A third challenge is that studies of practice patterns suggest that adherence to routine kidney function surveillance is suboptimal. Despite the limitations of creatinine, as aforementioned, there is still value inherent in the data, eg an abnormally low creatinine based eGFR is likely to reflect true kidney dysfunction. Additionally, several SB guidelines include a role in checking serum creatinine. However, within a large cohort of 5,445 patients with SB who participate in the CDC-sponsored National Spina Bifida Patient Registry (NSBPR) at clinics committed to SB research and care, wide variability was found across clinics in terms of their adherence to kidney function surveillance, which was defined as at least 1 renal ultrasound and at least 1 serum creatinine within a 2-year window. ⁵ The average adherence to this combined surveillance definition was only 62%, ranging from 6% to 100% across 23 clinics participating in NSBPR. Notably, more clinics checked routine ultrasound (93%) than routine serum creatinine (69%) to assess kidney health.
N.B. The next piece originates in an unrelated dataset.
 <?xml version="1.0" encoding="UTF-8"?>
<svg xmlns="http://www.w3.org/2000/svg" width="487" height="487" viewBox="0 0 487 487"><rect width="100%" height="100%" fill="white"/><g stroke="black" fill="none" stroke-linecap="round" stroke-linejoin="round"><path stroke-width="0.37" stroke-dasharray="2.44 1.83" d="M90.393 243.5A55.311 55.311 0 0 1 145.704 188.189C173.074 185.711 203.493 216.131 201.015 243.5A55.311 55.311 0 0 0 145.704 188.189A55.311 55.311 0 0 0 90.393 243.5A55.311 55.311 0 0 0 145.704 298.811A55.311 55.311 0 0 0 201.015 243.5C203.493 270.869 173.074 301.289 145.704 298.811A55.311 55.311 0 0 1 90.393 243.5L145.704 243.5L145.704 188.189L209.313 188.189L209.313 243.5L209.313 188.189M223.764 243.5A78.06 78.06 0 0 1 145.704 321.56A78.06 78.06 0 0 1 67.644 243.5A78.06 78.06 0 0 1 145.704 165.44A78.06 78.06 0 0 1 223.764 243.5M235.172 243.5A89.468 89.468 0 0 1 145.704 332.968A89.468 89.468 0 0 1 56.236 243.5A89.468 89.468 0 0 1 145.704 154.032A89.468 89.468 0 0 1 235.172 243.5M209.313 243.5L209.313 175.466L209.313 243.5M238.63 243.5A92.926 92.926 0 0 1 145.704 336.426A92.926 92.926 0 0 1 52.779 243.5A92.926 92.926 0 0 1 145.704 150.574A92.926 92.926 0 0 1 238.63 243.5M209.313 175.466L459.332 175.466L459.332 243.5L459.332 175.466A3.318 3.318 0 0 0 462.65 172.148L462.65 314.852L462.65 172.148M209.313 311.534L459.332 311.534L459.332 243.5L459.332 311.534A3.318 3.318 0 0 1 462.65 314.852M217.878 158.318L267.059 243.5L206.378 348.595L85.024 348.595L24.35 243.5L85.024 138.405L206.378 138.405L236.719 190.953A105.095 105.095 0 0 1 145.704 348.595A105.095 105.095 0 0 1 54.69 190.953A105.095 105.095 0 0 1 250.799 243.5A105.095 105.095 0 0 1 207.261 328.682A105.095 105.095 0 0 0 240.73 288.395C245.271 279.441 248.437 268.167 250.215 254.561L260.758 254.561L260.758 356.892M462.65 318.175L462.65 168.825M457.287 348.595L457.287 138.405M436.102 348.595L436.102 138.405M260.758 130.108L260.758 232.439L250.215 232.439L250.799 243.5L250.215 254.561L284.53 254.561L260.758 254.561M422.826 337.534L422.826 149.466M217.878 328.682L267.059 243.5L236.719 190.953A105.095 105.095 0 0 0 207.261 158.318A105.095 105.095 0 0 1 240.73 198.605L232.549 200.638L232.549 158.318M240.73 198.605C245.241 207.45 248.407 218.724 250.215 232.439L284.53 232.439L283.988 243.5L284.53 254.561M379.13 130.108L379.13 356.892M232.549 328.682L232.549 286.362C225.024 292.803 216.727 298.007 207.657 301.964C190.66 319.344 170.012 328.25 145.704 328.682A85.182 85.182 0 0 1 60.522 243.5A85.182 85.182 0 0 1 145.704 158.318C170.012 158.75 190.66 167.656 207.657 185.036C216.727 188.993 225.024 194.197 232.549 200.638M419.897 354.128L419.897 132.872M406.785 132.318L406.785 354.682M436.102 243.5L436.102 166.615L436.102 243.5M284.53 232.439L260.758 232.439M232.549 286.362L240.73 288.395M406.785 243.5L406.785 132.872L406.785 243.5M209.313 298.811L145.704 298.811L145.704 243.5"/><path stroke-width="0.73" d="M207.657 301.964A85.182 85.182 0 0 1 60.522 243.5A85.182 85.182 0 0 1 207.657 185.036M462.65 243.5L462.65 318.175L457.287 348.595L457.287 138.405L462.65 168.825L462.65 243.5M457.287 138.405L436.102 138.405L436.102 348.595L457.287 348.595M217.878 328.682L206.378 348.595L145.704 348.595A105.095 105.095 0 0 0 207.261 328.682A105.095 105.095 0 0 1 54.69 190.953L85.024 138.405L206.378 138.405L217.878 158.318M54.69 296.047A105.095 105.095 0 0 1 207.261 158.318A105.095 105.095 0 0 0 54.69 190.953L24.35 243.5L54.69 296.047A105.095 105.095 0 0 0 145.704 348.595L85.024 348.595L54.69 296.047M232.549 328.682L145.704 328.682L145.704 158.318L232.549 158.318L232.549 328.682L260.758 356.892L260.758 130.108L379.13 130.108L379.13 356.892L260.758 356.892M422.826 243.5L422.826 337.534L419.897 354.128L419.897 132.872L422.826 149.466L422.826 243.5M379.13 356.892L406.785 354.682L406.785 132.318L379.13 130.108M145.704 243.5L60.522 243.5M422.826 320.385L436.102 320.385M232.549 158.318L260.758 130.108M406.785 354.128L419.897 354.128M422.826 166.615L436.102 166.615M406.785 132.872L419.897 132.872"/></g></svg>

However, this practice pattern segues to a fourth challenge to monitoring kidney function in individuals with SB, which is that ultrasound based hydronephrosis is a poor screening test for low eGFR. In a single center retrospective series of 247 patients with SB, using cystatin C eGFR as the gold standard, hydronephrosis as determined by ultrasound had 23% to 48% sensitivity in children for eGFR <90 ml/min/1.73 m ². ⁶ High grade hydronephrosis was even worse, with 4% to 15% sensitivity. Results were unchanged after excluding patients with small kidneys or scarring. In other words, many children with SB can have low eGFR and kidney dysfunction without hydronephrosis. Coupled with the prior results showing a bias toward surveillance ultrasounds rather than creatinine testing, many patients with SB may not be having their kidney function monitored accurately with current, commonly used tools.

It is important to put these challenges in monitoring kidney function into the global context of the overall care of children with SB. The lifelong health risks of this population are not limited to kidney health, but also apply to other key issues including bladder and bowel continence, skin care, prevention of obesity and obesity-related health problems, loss of mobility and neuropsychosocial concerns. In this context, several opportunities arise for additional kidney health-related research. For example we do not know how individuals with SB perceive kidney health relative to their other health risks, nor how these perceptions change during their lifetime. Patient reported outcomes followed longitudinally may shed light on this knowledge gap. Additionally, as shown in the prior work within NSBPR, dissemination and implementation of clinical guidelines remain suboptimal. Efforts are needed to enhance uptake of ideally evidence-based protocols, or consensus protocols if high quality definitive evidence is unavailable. Better laboratory or imaging based methods or tools must be developed to accurately and reliably assess kidney health in the SB population. Hopefully, within multi-institutional infrastructures such as those offered by the UMPIRE and NSBPR studies, these and other important research and clinical questions can be adequately answered.